Shopify’s slim-down strategy: Cutting costs, selling logistics arm to bulk up e-commerce profits

Shopify Inc, a Canadian e-commerce giant, has decided to cut jobs and sell its majority stake in its logistics business to Flexport Inc. to focus on its core e-commerce business, media reports said on Thursday. 

The decision will make the company smaller by 20 percent, as 2,000 employees will be laid off, a CNBC report said. This move will cost the company nearly $150 million in severance charges, media reports added. 

Despite the significant change, Shopify’s stock price skyrocketed 27 percent in the Toronto stock market, marking its most significant intraday rise since 2015.

Meanwhile, the company’s first-quarter results exceeded analysts’ expectations, with revenue coming in at $1.51 billion and gross merchandise volume at $49.6 billion. 

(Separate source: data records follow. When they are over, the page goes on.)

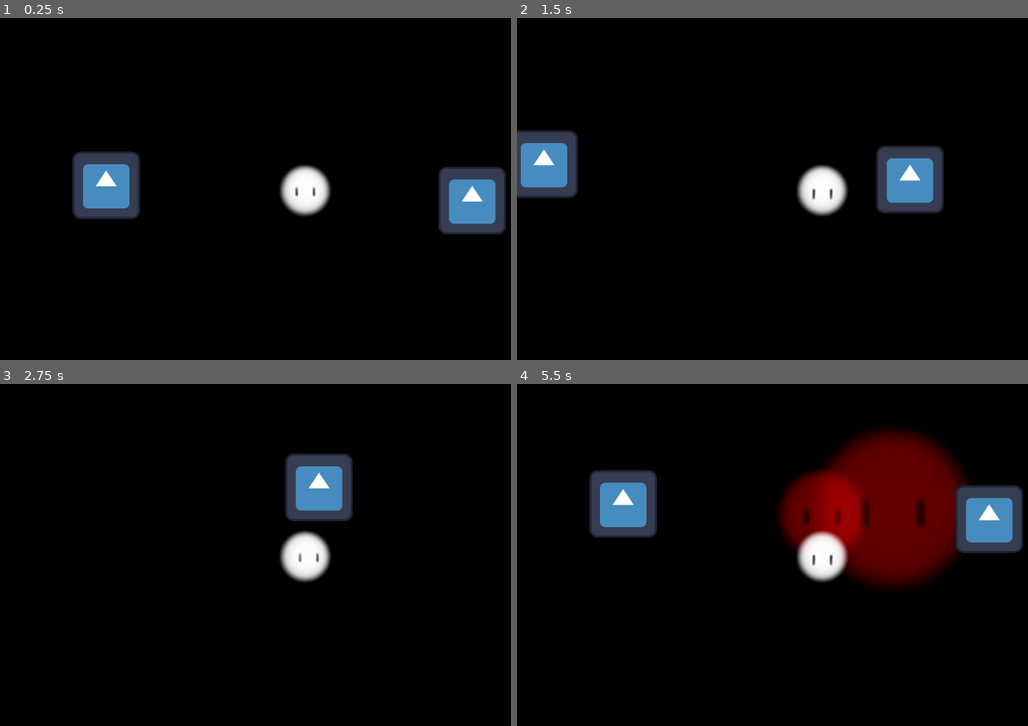
Above: before the commit, frames 1-4 (two rows, left to right).
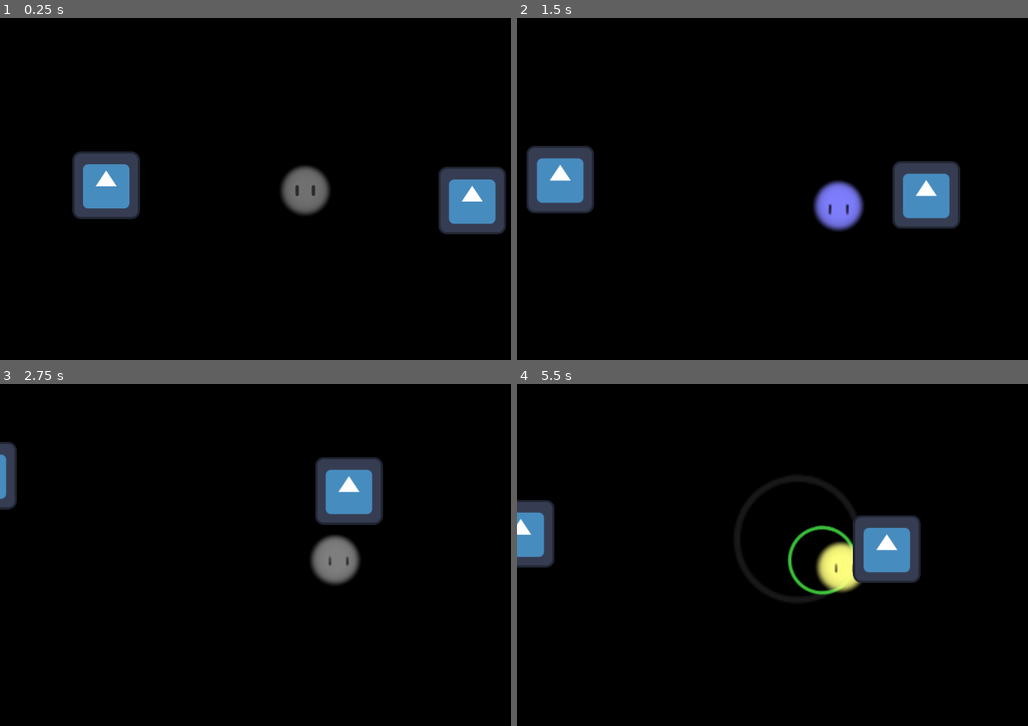
Above: after the commit, the same moments.

Repository: ldg030917/Gamejam
Game: Godot game, scene res://scenes/main.tscn
Same seed, same stepped clock (60 frames per second), same inputs: the game is played once before the commit and once after it. The engine's default icon, where the game draws it, is replaced by a stand-in: a white triangle on a blue panel in a dark square.
Inputs:
- Up to frame 1 (0.25 s): no input
- Up to frame 2 (1.5 s): tap Enter at 0.5 s; hold Right (Right) 0.53-1.28 s; hold 1 (Blue, bound only after the commit) 0.53-1.28 s; tap 3 (Blue, bound only before the commit) at 0.8, 1.35 s; hold Down (Down) from 1.28 s (still down)
- Up to frame 3 (2.75 s): tap 2 (Green) at 1.55 s; release Down (Down) at 2.03 s; hold Right (Right) from 2.03 s (still down); hold 2 (Green) from 2.03 s (still down); tap 1 (Blue, bound only after the commit) at 2.3 s
- Up to frame 4 (5.5 s): release Right (Right) at 2.78 s; release 2 (Green) at 2.78 s; hold Up (Up) 2.78-3.53 s; tap 1 (Blue, bound only after the commit) at 2.85, 4.55 s; tap 3 (Blue, bound only before the commit) at 3.05, 5.3 s; hold 3 (Blue, bound only before the commit) 3.53-4.28 s; hold Left (Left) 3.53-5.03 s; tap 2 (Green) at 3.8 s; tap Space (Emit) at 4.35 s; hold Down (Down) from 5.03 s (still down); hold 2 (Green) from 5.03 s (still down)

The runs differ from the first frame. In frame 1, 1.1% of the frame differs, in the area x 54-65%, y 42-58%; in frame 2, 8.0%; in frame 3, 5.7%; in frame 4, 20%, in the area x 0-99%, y 13-62%.

Commit message:
Player component complete

Diff:
--- a/project.godot
+++ b/project.godot
@@ -46,7 +46,7 @@
 "events": [Object(InputEventKey,"resource_local_to_scene":false,"resource_name":"","device":-1,"window_id":0,"alt_press …(191 unchanged characters)…
 ]
 }
-Red={
+Blue={
 "deadzone": 0.2,
 "events": [Object(InputEventKey,"resource_local_to_scene":false,"resource_name":"","device":-1,"window_id":0,"alt_press …(191 unchanged characters)…
 ]
@@ -56,7 +56,7 @@
 "events": [Object(InputEventKey,"resource_local_to_scene":false,"resource_name":"","device":-1,"window_id":0,"alt_press …(191 unchanged characters)…
 ]
 }
-Blue={
+Red={
 "deadzone": 0.2,
 "events": [Object(InputEventKey,"resource_local_to_scene":false,"resource_name":"","device":-1,"window_id":0,"alt_press …(191 unchanged characters)…
 ]
--- a/scenes/main.tscn
+++ b/scenes/main.tscn
@@ -22,6 +22,8 @@
 
 [node name="Camera2D" type="Camera2D" parent="player"]
 position = Vector2(-2, -3)
+position_smoothing_enabled = true
+position_smoothing_speed = 3.0
 
 [node name="WaveCoolTimer" type="Timer" parent="player"]
 
--- a/scenes/player.tscn
+++ b/scenes/player.tscn
@@ -1,10 +1,12 @@
-[gd_scene load_steps=9 format=3 uid="uid://cgisqy21qob4p"]
+[gd_scene load_steps=11 format=3 uid="uid://cgisqy21qob4p"]
 
 [ext_resource type="Script" uid="uid://km68oom831yr" path="res://scripts/player_controller.gd" id="1_g2els"]
-[ext_resource type="Texture2D" uid="uid://dkqx6qddr1m55" path="res://sprites/player_idle.png" id="2_tuyoq"]
+[ext_resource type="Texture2D" uid="uid://btk1v1oy28uyq" path="res://sprites/player_idle1.png" id="2_tuyoq"]
 [ext_resource type="Texture2D" uid="uid://nesps301ldb3" path="res://sprites/player_down.png" id="3_fjrip"]
 [ext_resource type="Texture2D" uid="uid://6a2dm6eimlq3" path="res://sprites/player_left.png" id="4_smehm"]
+[ext_resource type="Texture2D" uid="uid://b6ledeqo6kp5q" path="res://sprites/player_idle2.png" id="4_ur7pv"]
 [ext_resource type="Texture2D" uid="uid://b3g0pi41kgu0j" path="res://sprites/player_right.png" id="5_ur7pv"]
+[ext_resource type="Texture2D" uid="uid://byepa3njbu3nh" path="res://sprites/player_idle3.png" id="5_y4r1p"]
 [ext_resource type="Texture2D" uid="uid://baryr64pftlhl" path="res://sprites/player_up.png" id="6_y4r1p"]
 
 [sub_resource type="CircleShape2D" id="CircleShape2D_v6fml"]
@@ -23,10 +25,70 @@
 "frames": [{
 "duration": 1.0,
 "texture": ExtResource("2_tuyoq")
+}, {
+"duration": 1.0,
+"texture": ExtResource("2_tuyoq")
+}, {
+"duration": 1.0,
+"texture": ExtResource("2_tuyoq")
+}, {
+"duration": 1.0,
+"texture": ExtResource("2_tuyoq")
+}, {
+"duration": 1.0,
+"texture": ExtResource("2_tuyoq")
+}, {
+"duration": 1.0,
+"texture": ExtResource("2_tuyoq")
+}, {
+"duration": 1.0,
+"texture": ExtResource("2_tuyoq")
+}, {
+"duration": 1.0,
+"texture": ExtResource("2_tuyoq")
+}, {
+"duration": 1.0,
+"texture": ExtResource("2_tuyoq")
+}, {
+"duration": 1.0,
+"texture": ExtResource("2_tuyoq")
+}, {
+"duration": 1.0,
+"texture": ExtResource("4_ur7pv")
+}, {
+"duration": 1.0,
+"texture": ExtResource("4_ur7pv")
+}, {
+"duration": 1.0,
+"texture": ExtResource("5_y4r1p")
+}, {
+"duration": 1.0,
+"texture": ExtResource("5_y4r1p")
+}, {
+"duration": 1.0,
+"texture": ExtResource("5_y4r1p")
+}, {
+"duration": 1.0,
+"texture": ExtResource("4_ur7pv")
+}, {
+"duration": 1.0,
+"texture": ExtResource("2_tuyoq")
+}, {
+"duration": 1.0,
+"texture": ExtResource("2_tuyoq")
+}, {
+"duration": 1.0,
+"texture": ExtResource("2_tuyoq")
+}, {
+"duration": 1.0,
+"texture": ExtResource("2_tuyoq")
+}, {
+"duration": 1.0,
+"texture": ExtResource("2_tuyoq")
 }],
 "loop": true,
 "name": &"idle",
-"speed": 5.0
+"speed": 10.0
 }, {
 "frames": [{
 "duration": 1.0,
@@ -60,8 +122,11 @@
 shape = SubResource("CircleShape2D_v6fml")
 
 [node name="AnimatedSprite2D" type="AnimatedSprite2D" parent="."]
+modulate = Color(0.443137, 0.443137, 0.443137, 1)
 sprite_frames = SubResource("SpriteFrames_d2wvv")
-animation = &"down"
+animation = &"idle"
+autoplay = "idle"
+
 [node name="WaveCool" type="Timer" parent="."]
-wait_time = 0.7
+wait_time = 0.4
 one_shot = true
--- a/scenes/wave.tscn
+++ b/scenes/wave.tscn
@@ -1,18 +1,16 @@
 [gd_scene load_steps=3 format=3 uid="uid://dljgnn4fnahjv"]
 
 [ext_resource type="Script" uid="uid://veuw4o6tf5vx" path="res://scripts/wave.gd" id="1_h2l3e"]
-[ext_resource type="Texture2D" uid="uid://dkqx6qddr1m55" path="res://sprites/player_idle.png" id="2_sl0wx"]
+[ext_resource type="Texture2D" uid="uid://bygpaf2v2uwtp" path="res://sprites/wave.png" id="2_h2l3e"]
 
 [node name="wave" type="Node2D"]
 script = ExtResource("1_h2l3e")
 
 [node name="Sprite2D" type="Sprite2D" parent="."]
-modulate = Color(1, 0, 0, 0.392157)
 z_index = -1
-texture = ExtResource("2_sl0wx")
+texture = ExtResource("2_h2l3e")
 
 [node name="VanishTimer" type="Timer" parent="."]
-wait_time = 2.0
 one_shot = true
 autostart = true
 
--- a/scripts/player_controller.gd
+++ b/scripts/player_controller.gd
@@ -1,51 +1,73 @@
 extends CharacterBody2D
 
-
-
-func _ready() -> void:
-	pass
+@export var speed = 200
+@export var n_particle = 120
+var emit_on = false
+var R = false
+var G = false
+var B = false
+@onready var wave = preload("res://scenes/wave.tscn")
+@onready var sprite = $AnimatedSprite2D
 
 func _physics_process(delta: float) -> void:
-	velocity = Input.get_vector("Left", "Right", "Up", "Down") * speed
+	if emit_on :
+		change_arrow()
+	else :
+		velocity = Input.get_vector("Left", "Right", "Up", "Down").normalized()
 
 	if velocity:
-		if velocity.x > 0:
+		if velocity.x > 0 :
 			$AnimatedSprite2D.play("right")
-		elif velocity.x < 0:
+		elif velocity.x < 0 :
 			$AnimatedSprite2D.play("left")
-		elif velocity.y > 0:
+		elif velocity.y > 0 :
 			$AnimatedSprite2D.play("down")
-		elif velocity.y < 0:
+		elif velocity.y < 0 :
 			$AnimatedSprite2D.play("up")
 	else:
 		$AnimatedSprite2D.play("idle")
 
-	handle_collision(move_and_collide(velocity * delta))
+	handle_collision(move_and_collide(velocity * speed * delta))
 
 func handle_collision(res) -> void:
 	if res:
 		pass
-@export var speed = 100
-@export var n_particle = 120
-var emit_on = false
-@onready var wave = preload("res://scenes/wave.tscn")
-
-func _process(delta):
-	if Input.is_action_pressed("Left"):
-		position.x -= speed * delta
-	if Input.is_action_pressed("Right"):
-		position.x += speed * delta
-	if Input.is_action_pressed("Up"):
-		position.y -= speed * delta
-	if Input.is_action_pressed("Down"):
-		position.y += speed * delta
-
-	if emit_on and $WaveCool.time_left == 0:
-		var wave = wave.instantiate() as Node2D
-		get_tree().root.add_child(wave)
-		wave.launch(global_position)
-		$WaveCool.start()
 
 func _unhandled_input(event: InputEvent) -> void:
 	if Input.is_action_pressed("Emit") :
 		emit_on = !emit_on
+	if Input.is_action_pressed("Blue") :
+		B = !B
+	if Input.is_action_pressed("Green") :
+		G = !G
+	if Input.is_action_pressed("Red") :
+		R = !R
+	sprite.modulate.b = 1.0 if B else 0.5
+	sprite.modulate.g = 1.0 if G else 0.5
+	sprite.modulate.r = 1.0 if R else 0.5
+
+
+func _process(delta: float) -> void:
+	if emit_on and $WaveCool.time_left == 0 :
+		var wave = wave.instantiate() as Node2D
+		get_tree().root.add_child(wave)
+		wave.launch(global_position, B, G, R)
+		$WaveCool.start()
+
+func change_arrow() :
+	if B and G and R :
+		velocity = Vector2(0, 0)
+	elif B and G:
+		velocity = Input.get_vector("Up", "Right", "Down", "Left").normalized()
+	elif G and R :
+		velocity = Input.get_vector("Up", "Down", "Left", "Right").normalized()
+	elif B and R :
+		velocity = Input.get_vector("Left", "Down", "Right", "Up").normalized()
+	elif B :
+		velocity = Input.get_vector("Left", "Right", "Down", "Up").normalized()
+	elif G :
+		velocity = Input.get_vector("Up", "Right", "Left", "Down").normalized()
+	elif R :
+		velocity = Input.get_vector("Left", "Down", "Up", "Right").normalized()
+	else :
+		velocity = Input.get_vector("Right", "Left", "Up", "Down").normalized()
--- a/scripts/wave.gd
+++ b/scripts/wave.gd
@@ -1,10 +1,25 @@
 extends Node2D
 
+@onready var sprite = $Sprite2D
+
 func _process(delta: float) -> void:
-	scale += Vector2(2, 2)*delta
+	scale += Vector2(4, 4)*delta
+	sprite.modulate.a -= delta
 
-func launch(origin : Vector2):
+func launch(origin : Vector2, B : bool, G : bool, R : bool):
 	global_position = origin
+	if B :
+		sprite.modulate.b = 1
+	else :
+		sprite.modulate.b = 0.3
+	if G :
+		sprite.modulate.g = 1
+	else :
+		sprite.modulate.g = 0.3
+	if R :
+		sprite.modulate.r = 1
+	else :
+		sprite.modulate.r = 0.3
 
 func _on_vanish_timer_timeout() -> void:
 	queue_free()
Binary file removed: sprites/player_idle.png
Binary file added: sprites/player_idle1.png
Not shown, added: sprites/player_idle1.png.import
Binary file added: sprites/player_idle2.png
Not shown, added: sprites/player_idle2.png.import
Binary file added: sprites/player_idle3.png
Not shown, changed: sprites/player_idle3.png.import
Binary file added: sprites/wave.png
Not shown, added: sprites/wave.png.import

During a conference call, Shopify executives explained that the company has to operate faster and move quickly toward its ideal size. CEO Tobi Lütke said that the company will focus on outcomes and impact with the “right numbers”. 

Shopify’s strategy to adapt and retrench

Shopify’s decision to sell its logistics business and cut jobs comes in response to the rise of Amazon’s ‘Buy with Prime’ program and the ever-changing online retail space.

The company initially made a bold move to bet on the long-term growth of online shopping during the pandemic, as customers were forced to stay home. However, as the situation evolved, Shopify’s CEO Tobi Lütke moved swiftly to cut about 1,000 jobs last summer, raise prices, and focus on enhancing client offerings.

Shopify’s plan to focus on its core business will undoubtedly shake up the e-commerce industry. The move comes amid macroeconomic risks, including slower consumer spending and inflationary pressures. According to a preliminary Statistics Canada estimate, retail sales fell 1.4 percent in March.

Whether Shopify’s renewed focus on its core business will help it remain a major player in the ever-changing online retail space remains to be seen. However, with its impressive first-quarter results and commitment to achieving free cash flow profitability for each quarter of 2023, the company seems poised to weather the storm.